RECORDS SUPPLIED: Begin

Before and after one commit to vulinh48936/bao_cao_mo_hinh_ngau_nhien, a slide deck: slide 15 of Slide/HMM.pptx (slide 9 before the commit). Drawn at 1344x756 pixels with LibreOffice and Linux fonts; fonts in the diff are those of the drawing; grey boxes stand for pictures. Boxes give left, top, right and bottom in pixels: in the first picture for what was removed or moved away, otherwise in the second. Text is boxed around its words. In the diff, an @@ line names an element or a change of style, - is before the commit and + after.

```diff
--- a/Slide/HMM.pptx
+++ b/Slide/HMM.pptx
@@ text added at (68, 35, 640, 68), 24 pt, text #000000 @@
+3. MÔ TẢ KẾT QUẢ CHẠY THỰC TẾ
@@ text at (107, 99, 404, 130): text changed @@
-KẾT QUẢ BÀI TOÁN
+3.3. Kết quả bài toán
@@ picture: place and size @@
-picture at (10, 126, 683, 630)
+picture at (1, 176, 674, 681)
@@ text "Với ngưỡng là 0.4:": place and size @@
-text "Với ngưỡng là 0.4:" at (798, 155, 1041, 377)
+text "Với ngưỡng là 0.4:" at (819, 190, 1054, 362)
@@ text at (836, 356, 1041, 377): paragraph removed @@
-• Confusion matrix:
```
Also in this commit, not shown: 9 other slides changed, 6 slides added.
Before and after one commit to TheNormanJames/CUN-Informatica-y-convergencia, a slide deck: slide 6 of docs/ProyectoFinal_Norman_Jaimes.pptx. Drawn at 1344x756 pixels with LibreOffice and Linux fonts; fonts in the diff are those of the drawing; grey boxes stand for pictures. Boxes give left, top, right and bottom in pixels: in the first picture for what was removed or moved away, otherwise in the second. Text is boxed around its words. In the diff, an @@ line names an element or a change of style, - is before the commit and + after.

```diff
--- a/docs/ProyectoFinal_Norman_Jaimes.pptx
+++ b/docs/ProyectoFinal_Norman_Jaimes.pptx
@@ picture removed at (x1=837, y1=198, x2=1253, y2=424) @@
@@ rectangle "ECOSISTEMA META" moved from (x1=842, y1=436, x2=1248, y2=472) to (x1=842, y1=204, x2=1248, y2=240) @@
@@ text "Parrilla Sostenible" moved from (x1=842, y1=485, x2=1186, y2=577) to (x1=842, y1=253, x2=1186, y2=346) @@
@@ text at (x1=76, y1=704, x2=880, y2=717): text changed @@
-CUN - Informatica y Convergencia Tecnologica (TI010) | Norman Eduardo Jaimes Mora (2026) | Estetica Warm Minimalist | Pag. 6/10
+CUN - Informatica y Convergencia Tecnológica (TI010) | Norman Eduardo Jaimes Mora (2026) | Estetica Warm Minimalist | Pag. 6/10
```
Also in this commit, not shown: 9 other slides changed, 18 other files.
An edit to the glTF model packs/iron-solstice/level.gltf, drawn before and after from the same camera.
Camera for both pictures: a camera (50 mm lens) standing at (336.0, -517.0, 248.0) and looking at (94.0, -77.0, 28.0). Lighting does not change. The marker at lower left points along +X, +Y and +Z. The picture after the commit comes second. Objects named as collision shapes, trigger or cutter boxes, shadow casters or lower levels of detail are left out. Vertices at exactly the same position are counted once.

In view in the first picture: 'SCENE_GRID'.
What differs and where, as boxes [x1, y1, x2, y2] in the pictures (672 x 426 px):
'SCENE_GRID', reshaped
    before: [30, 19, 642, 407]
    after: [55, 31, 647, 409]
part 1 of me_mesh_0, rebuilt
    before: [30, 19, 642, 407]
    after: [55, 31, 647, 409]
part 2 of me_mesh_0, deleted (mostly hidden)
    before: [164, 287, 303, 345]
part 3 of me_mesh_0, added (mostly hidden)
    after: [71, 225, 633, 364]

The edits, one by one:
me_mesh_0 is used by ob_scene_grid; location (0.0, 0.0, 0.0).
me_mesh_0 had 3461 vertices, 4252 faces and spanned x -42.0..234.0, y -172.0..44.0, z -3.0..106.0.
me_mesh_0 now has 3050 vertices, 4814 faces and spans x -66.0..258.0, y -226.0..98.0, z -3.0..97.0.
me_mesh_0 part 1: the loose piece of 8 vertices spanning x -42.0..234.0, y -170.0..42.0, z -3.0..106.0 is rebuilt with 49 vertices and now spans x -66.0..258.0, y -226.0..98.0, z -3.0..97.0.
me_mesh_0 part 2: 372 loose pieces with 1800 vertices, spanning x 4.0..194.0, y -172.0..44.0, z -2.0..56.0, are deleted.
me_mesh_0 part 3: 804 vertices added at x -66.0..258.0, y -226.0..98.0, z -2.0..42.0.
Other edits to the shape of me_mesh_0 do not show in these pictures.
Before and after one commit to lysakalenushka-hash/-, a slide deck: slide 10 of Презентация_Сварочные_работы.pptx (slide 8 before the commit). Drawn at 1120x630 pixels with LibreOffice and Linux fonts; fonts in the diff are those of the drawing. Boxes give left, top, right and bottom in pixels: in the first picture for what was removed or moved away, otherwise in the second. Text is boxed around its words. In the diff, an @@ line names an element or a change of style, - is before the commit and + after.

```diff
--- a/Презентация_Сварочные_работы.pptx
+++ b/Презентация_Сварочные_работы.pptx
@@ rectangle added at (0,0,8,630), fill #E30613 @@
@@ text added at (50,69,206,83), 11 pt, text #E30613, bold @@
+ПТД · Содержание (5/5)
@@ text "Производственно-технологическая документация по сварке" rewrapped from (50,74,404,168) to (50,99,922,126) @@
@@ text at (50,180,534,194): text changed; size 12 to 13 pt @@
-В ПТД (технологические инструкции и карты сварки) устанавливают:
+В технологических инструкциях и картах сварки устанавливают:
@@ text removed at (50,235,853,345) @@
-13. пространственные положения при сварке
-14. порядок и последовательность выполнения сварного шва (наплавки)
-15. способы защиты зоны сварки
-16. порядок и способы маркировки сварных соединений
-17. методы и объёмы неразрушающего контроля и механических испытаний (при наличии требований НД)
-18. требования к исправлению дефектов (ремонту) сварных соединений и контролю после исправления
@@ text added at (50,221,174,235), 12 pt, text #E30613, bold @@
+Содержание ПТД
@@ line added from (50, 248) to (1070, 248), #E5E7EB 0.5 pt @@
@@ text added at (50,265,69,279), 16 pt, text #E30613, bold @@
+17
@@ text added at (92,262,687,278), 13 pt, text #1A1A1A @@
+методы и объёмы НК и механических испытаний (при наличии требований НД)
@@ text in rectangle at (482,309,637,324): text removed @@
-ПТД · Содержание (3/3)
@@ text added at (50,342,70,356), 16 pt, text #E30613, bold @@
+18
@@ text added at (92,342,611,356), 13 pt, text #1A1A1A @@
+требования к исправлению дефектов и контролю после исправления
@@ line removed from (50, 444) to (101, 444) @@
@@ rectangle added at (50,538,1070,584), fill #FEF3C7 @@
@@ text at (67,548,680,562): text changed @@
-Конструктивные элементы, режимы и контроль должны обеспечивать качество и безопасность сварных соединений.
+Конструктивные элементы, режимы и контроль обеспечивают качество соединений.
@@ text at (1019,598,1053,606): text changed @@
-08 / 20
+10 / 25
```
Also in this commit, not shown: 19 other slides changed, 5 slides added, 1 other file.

RECORDS SUPPLIED: End

TASK GOAL:
A complete, exact copy of the entries above is what is wanted.

EXERCISE ANSWER:
Before and after one commit to vulinh48936/bao_cao_mo_hinh_ngau_nhien, a slide deck: slide 15 of Slide/HMM.pptx (slide 9 before the commit). Drawn at 1344x756 pixels with LibreOffice and Linux fonts; fonts in the diff are those of the drawing; grey boxes stand for pictures. Boxes give left, top, right and bottom in pixels: in the first picture for what was removed or moved away, otherwise in the second. Text is boxed around its words. In the diff, an @@ line names an element or a change of style, - is before the commit and + after.

```diff
--- a/Slide/HMM.pptx
+++ b/Slide/HMM.pptx
@@ text added at (68, 35, 640, 68), 24 pt, text #000000 @@
+3. MÔ TẢ KẾT QUẢ CHẠY THỰC TẾ
@@ text at (107, 99, 404, 130): text changed @@
-KẾT QUẢ BÀI TOÁN
+3.3. Kết quả bài toán
@@ picture: place and size @@
-picture at (10, 126, 683, 630)
+picture at (1, 176, 674, 681)
@@ text "Với ngưỡng là 0.4:": place and size @@
-text "Với ngưỡng là 0.4:" at (798, 155, 1041, 377)
+text "Với ngưỡng là 0.4:" at (819, 190, 1054, 362)
@@ text at (836, 356, 1041, 377): paragraph removed @@
-• Confusion matrix:
```
Also in this commit, not shown: 9 other slides changed, 6 slides added.
Before and after one commit to TheNormanJames/CUN-Informatica-y-convergencia, a slide deck: slide 6 of docs/ProyectoFinal_Norman_Jaimes.pptx. Drawn at 1344x756 pixels with LibreOffice and Linux fonts; fonts in the diff are those of the drawing; grey boxes stand for pictures. Boxes give left, top, right and bottom in pixels: in the first picture for what was removed or moved away, otherwise in the second. Text is boxed around its words. In the diff, an @@ line names an element or a change of style, - is before the commit and + after.

```diff
--- a/docs/ProyectoFinal_Norman_Jaimes.pptx
+++ b/docs/ProyectoFinal_Norman_Jaimes.pptx
@@ picture removed at (x1=837, y1=198, x2=1253, y2=424) @@
@@ rectangle "ECOSISTEMA META" moved from (x1=842, y1=436, x2=1248, y2=472) to (x1=842, y1=204, x2=1248, y2=240) @@
@@ text "Parrilla Sostenible" moved from (x1=842, y1=485, x2=1186, y2=577) to (x1=842, y1=253, x2=1186, y2=346) @@
@@ text at (x1=76, y1=704, x2=880, y2=717): text changed @@
-CUN - Informatica y Convergencia Tecnologica (TI010) | Norman Eduardo Jaimes Mora (2026) | Estetica Warm Minimalist | Pag. 6/10
+CUN - Informatica y Convergencia Tecnológica (TI010) | Norman Eduardo Jaimes Mora (2026) | Estetica Warm Minimalist | Pag. 6/10
```
Also in this commit, not shown: 9 other slides changed, 18 other files.
An edit to the glTF model packs/iron-solstice/level.gltf, drawn before and after from the same camera.
Camera for both pictures: a camera (50 mm lens) standing at (336.0, -517.0, 248.0) and looking at (94.0, -77.0, 28.0). Lighting does not change. The marker at lower left points along +X, +Y and +Z. The picture after the commit comes second. Objects named as collision shapes, trigger or cutter boxes, shadow casters or lower levels of detail are left out. Vertices at exactly the same position are counted once.

In view in the first picture: 'SCENE_GRID'.
What differs and where, as boxes [x1, y1, x2, y2] in the pictures (672 x 426 px):
'SCENE_GRID', reshaped
    before: [30, 19, 642, 407]
    after: [55, 31, 647, 409]
part 1 of me_mesh_0, rebuilt
    before: [30, 19, 642, 407]
    after: [55, 31, 647, 409]
part 2 of me_mesh_0, deleted (mostly hidden)
    before: [164, 287, 303, 345]
part 3 of me_mesh_0, added (mostly hidden)
    after: [71, 225, 633, 364]

The edits, one by one:
me_mesh_0 is used by ob_scene_grid; location (0.0, 0.0, 0.0).
me_mesh_0 had 3461 vertices, 4252 faces and spanned x -42.0..234.0, y -172.0..44.0, z -3.0..106.0.
me_mesh_0 now has 3050 vertices, 4814 faces and spans x -66.0..258.0, y -226.0..98.0, z -3.0..97.0.
me_mesh_0 part 1: the loose piece of 8 vertices spanning x -42.0..234.0, y -170.0..42.0, z -3.0..106.0 is rebuilt with 49 vertices and now spans x -66.0..258.0, y -226.0..98.0, z -3.0..97.0.
me_mesh_0 part 2: 372 loose pieces with 1800 vertices, spanning x 4.0..194.0, y -172.0..44.0, z -2.0..56.0, are deleted.
me_mesh_0 part 3: 804 vertices added at x -66.0..258.0, y -226.0..98.0, z -2.0..42.0.
Other edits to the shape of me_mesh_0 do not show in these pictures.
Before and after one commit to lysakalenushka-hash/-, a slide deck: slide 10 of Презентация_Сварочные_работы.pptx (slide 8 before the commit). Drawn at 1120x630 pixels with LibreOffice and Linux fonts; fonts in the diff are those of the drawing. Boxes give left, top, right and bottom in pixels: in the first picture for what was removed or moved away, otherwise in the second. Text is boxed around its words. In the diff, an @@ line names an element or a change of style, - is before the commit and + after.

```diff
--- a/Презентация_Сварочные_работы.pptx
+++ b/Презентация_Сварочные_работы.pptx
@@ rectangle added at (0,0,8,630), fill #E30613 @@
@@ text added at (50,69,206,83), 11 pt, text #E30613, bold @@
+ПТД · Содержание (5/5)
@@ text "Производственно-технологическая документация по сварке" rewrapped from (50,74,404,168) to (50,99,922,126) @@
@@ text at (50,180,534,194): text changed; size 12 to 13 pt @@
-В ПТД (технологические инструкции и карты сварки) устанавливают:
+В технологических инструкциях и картах сварки устанавливают:
@@ text removed at (50,235,853,345) @@
-13. пространственные положения при сварке
-14. порядок и последовательность выполнения сварного шва (наплавки)
-15. способы защиты зоны сварки
-16. порядок и способы маркировки сварных соединений
-17. методы и объёмы неразрушающего контроля и механических испытаний (при наличии требований НД)
-18. требования к исправлению дефектов (ремонту) сварных соединений и контролю после исправления
@@ text added at (50,221,174,235), 12 pt, text #E30613, bold @@
+Содержание ПТД
@@ line added from (50, 248) to (1070, 248), #E5E7EB 0.5 pt @@
@@ text added at (50,265,69,279), 16 pt, text #E30613, bold @@
+17
@@ text added at (92,262,687,278), 13 pt, text #1A1A1A @@
+методы и объёмы НК и механических испытаний (при наличии требований НД)
@@ text in rectangle at (482,309,637,324): text removed @@
-ПТД · Содержание (3/3)
@@ text added at (50,342,70,356), 16 pt, text #E30613, bold @@
+18
@@ text added at (92,342,611,356), 13 pt, text #1A1A1A @@
+требования к исправлению дефектов и контролю после исправления
@@ line removed from (50, 444) to (101, 444) @@
@@ rectangle added at (50,538,1070,584), fill #FEF3C7 @@
@@ text at (67,548,680,562): text changed @@
-Конструктивные элементы, режимы и контроль должны обеспечивать качество и безопасность сварных соединений.
+Конструктивные элементы, режимы и контроль обеспечивают качество соединений.
@@ text at (1019,598,1053,606): text changed @@
-08 / 20
+10 / 25
```
Also in this commit, not shown: 19 other slides changed, 5 slides added, 1 other file.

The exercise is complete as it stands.